▶ _WHAT TO WORK ON_: The required output is the exact run of lines below that opens at the line with "483, 960, 497)" and closes at the line with "0, 960, 540)".

Records drawn from a dataset:
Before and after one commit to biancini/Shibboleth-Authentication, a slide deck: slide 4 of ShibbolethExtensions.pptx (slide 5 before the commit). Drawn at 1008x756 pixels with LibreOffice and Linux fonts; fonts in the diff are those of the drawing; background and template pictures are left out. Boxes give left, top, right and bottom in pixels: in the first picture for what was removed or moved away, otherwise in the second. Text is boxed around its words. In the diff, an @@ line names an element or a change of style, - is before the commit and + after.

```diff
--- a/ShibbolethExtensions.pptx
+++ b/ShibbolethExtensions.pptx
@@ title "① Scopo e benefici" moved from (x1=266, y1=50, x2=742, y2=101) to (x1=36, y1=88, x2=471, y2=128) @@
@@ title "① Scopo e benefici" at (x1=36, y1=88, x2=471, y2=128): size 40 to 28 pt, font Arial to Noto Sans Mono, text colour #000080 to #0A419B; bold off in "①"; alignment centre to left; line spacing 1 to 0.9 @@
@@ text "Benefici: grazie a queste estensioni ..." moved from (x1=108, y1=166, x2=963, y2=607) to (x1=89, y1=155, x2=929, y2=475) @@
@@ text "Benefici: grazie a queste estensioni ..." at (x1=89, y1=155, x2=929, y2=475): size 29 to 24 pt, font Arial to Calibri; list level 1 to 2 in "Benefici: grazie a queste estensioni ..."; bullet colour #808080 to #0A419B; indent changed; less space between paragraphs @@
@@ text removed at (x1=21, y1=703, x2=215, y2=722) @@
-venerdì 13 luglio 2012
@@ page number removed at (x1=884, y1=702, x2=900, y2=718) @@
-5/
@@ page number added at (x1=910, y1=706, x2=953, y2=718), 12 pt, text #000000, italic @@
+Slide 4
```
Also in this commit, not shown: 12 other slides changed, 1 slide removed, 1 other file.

...

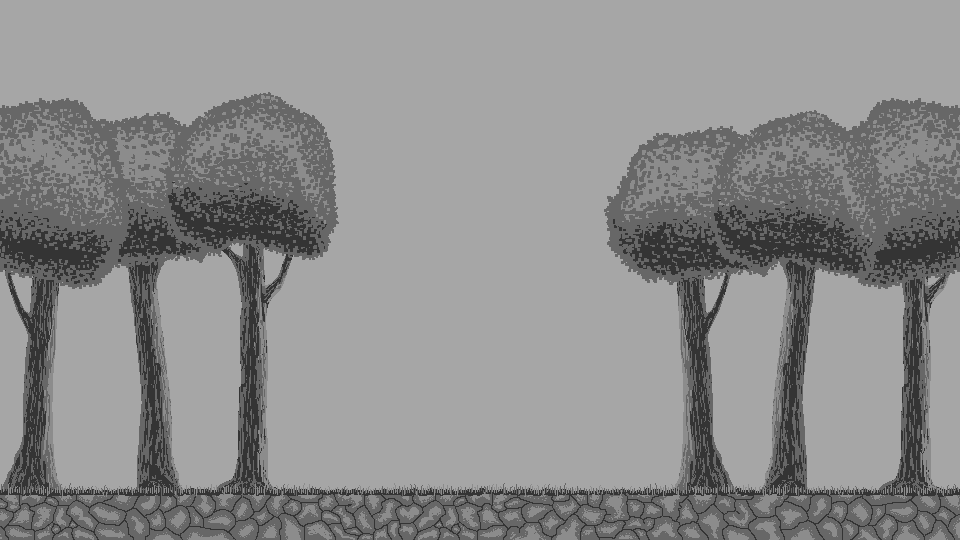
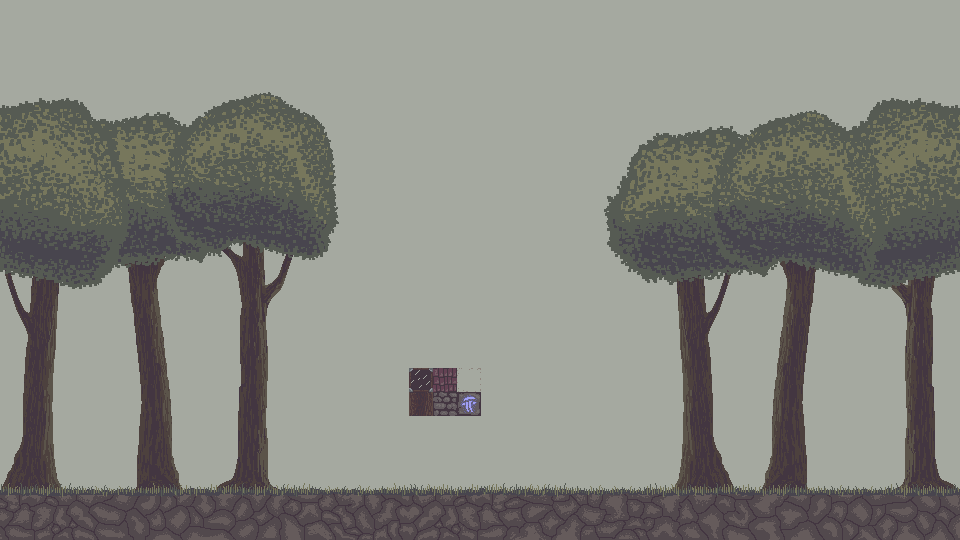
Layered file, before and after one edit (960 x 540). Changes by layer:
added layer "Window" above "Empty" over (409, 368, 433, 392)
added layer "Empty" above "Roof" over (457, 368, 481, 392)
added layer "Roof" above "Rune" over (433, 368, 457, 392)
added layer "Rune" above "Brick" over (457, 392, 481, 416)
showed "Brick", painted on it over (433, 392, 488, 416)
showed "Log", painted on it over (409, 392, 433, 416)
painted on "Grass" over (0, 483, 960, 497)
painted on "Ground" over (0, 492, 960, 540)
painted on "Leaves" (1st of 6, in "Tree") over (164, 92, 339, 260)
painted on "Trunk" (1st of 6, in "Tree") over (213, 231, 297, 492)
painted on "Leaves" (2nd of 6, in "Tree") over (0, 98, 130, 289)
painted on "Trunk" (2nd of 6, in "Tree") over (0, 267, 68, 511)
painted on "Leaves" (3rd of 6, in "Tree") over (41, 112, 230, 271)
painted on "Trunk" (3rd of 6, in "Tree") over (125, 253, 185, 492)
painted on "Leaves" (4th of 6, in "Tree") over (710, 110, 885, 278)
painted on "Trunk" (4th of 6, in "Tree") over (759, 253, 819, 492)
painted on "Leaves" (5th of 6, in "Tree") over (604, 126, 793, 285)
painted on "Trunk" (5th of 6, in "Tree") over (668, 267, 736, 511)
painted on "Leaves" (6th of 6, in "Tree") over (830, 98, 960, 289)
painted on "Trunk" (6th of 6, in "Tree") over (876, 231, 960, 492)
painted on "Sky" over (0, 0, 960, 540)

...

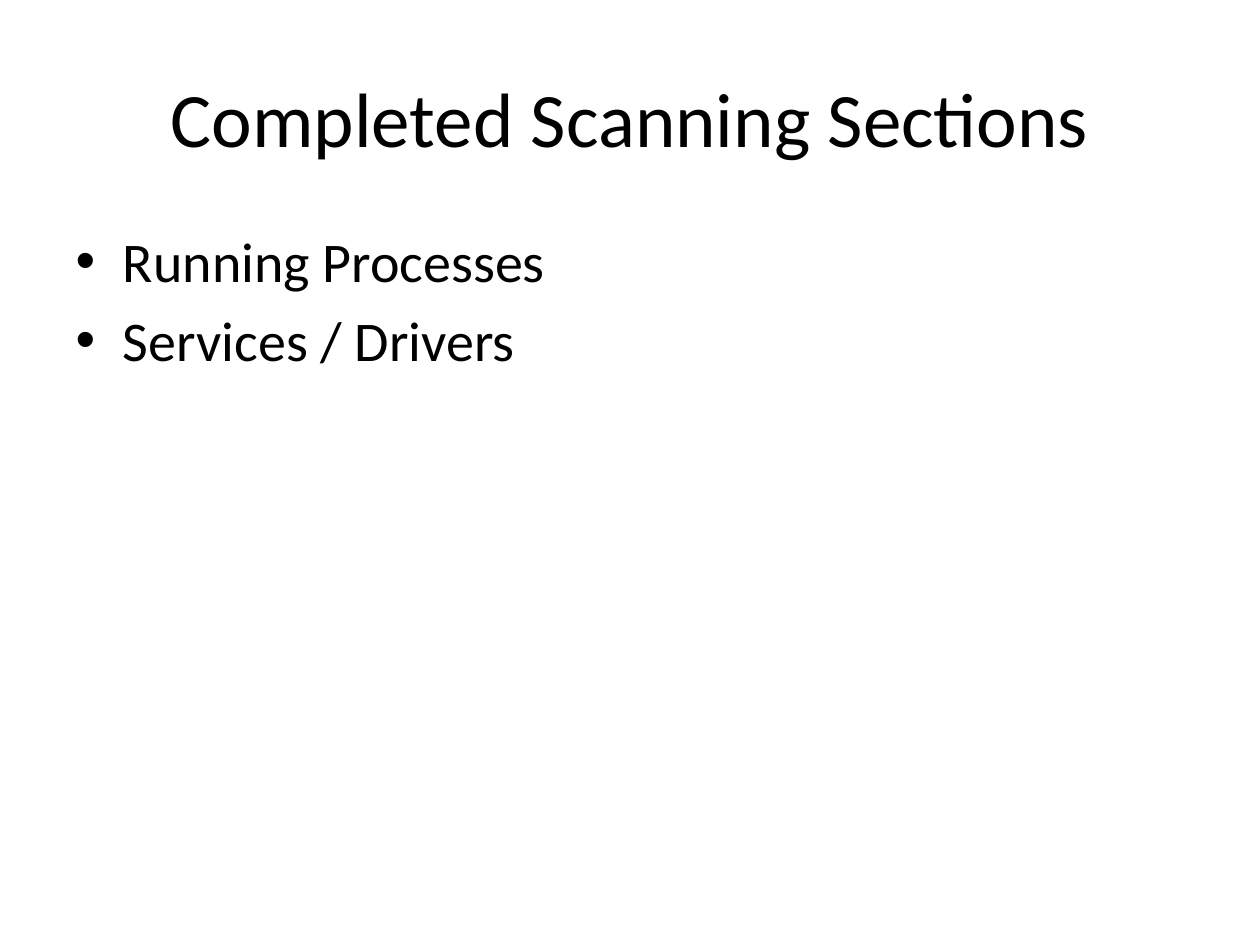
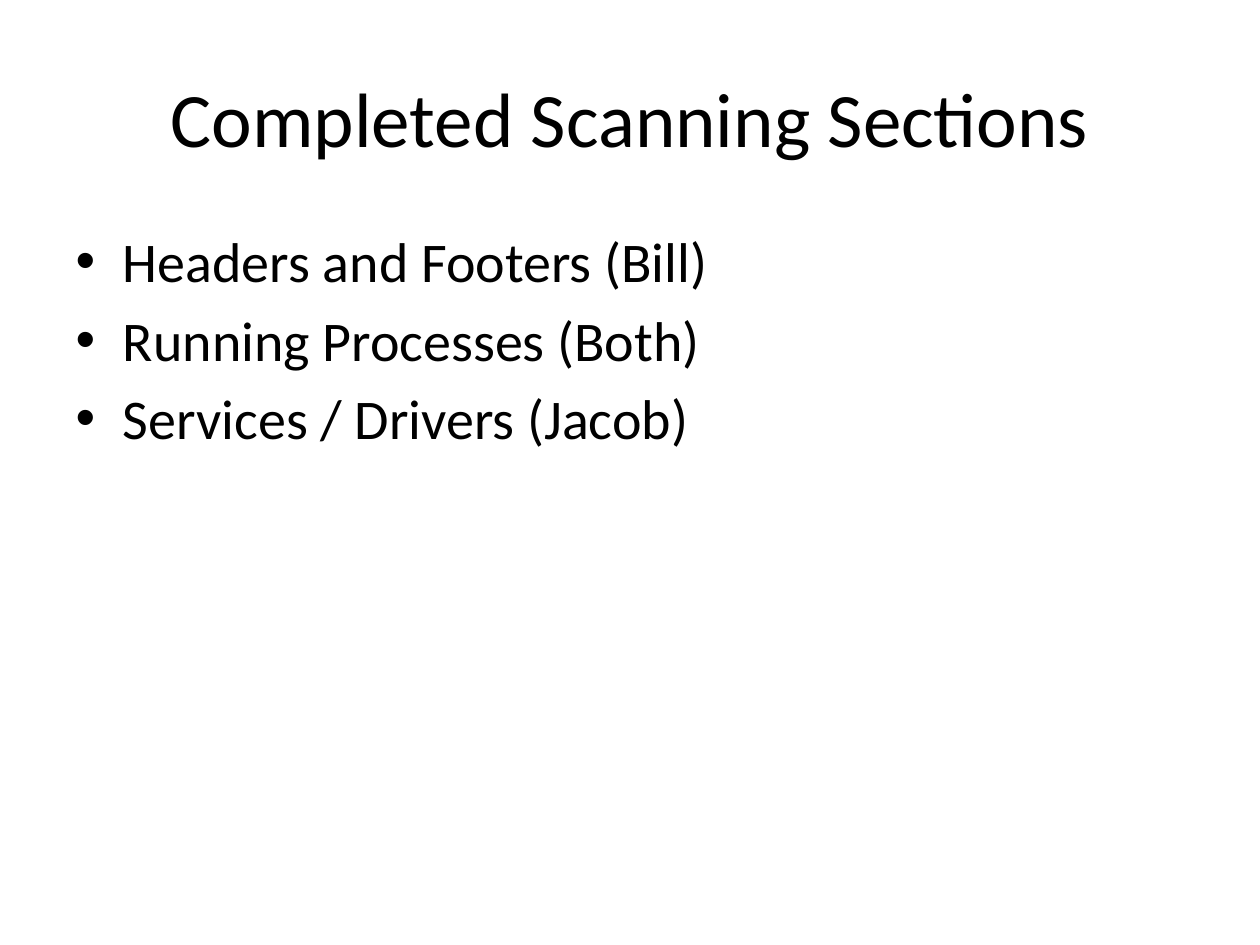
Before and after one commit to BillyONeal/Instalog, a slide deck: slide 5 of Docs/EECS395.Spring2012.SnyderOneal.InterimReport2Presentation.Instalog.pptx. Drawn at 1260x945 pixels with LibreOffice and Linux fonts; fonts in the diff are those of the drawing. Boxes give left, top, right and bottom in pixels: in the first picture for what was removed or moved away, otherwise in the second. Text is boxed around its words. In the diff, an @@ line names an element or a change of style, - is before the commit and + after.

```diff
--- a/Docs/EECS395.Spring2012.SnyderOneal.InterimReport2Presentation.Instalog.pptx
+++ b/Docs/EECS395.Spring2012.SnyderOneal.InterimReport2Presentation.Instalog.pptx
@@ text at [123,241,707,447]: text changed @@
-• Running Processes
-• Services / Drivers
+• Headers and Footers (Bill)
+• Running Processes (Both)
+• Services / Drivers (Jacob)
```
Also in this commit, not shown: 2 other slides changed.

▶ _SOLUTION FOR THIS PROBLEM_:
painted on "Grass" over (0, 483, 960, 497)
painted on "Ground" over (0, 492, 960, 540)
painted on "Leaves" (1st of 6, in "Tree") over (164, 92, 339, 260)
painted on "Trunk" (1st of 6, in "Tree") over (213, 231, 297, 492)
painted on "Leaves" (2nd of 6, in "Tree") over (0, 98, 130, 289)
painted on "Trunk" (2nd of 6, in "Tree") over (0, 267, 68, 511)
painted on "Leaves" (3rd of 6, in "Tree") over (41, 112, 230, 271)
painted on "Trunk" (3rd of 6, in "Tree") over (125, 253, 185, 492)
painted on "Leaves" (4th of 6, in "Tree") over (710, 110, 885, 278)
painted on "Trunk" (4th of 6, in "Tree") over (759, 253, 819, 492)
painted on "Leaves" (5th of 6, in "Tree") over (604, 126, 793, 285)
painted on "Trunk" (5th of 6, in "Tree") over (668, 267, 736, 511)
painted on "Leaves" (6th of 6, in "Tree") over (830, 98, 960, 289)
painted on "Trunk" (6th of 6, in "Tree") over (876, 231, 960, 492)
painted on "Sky" over (0, 0, 960, 540)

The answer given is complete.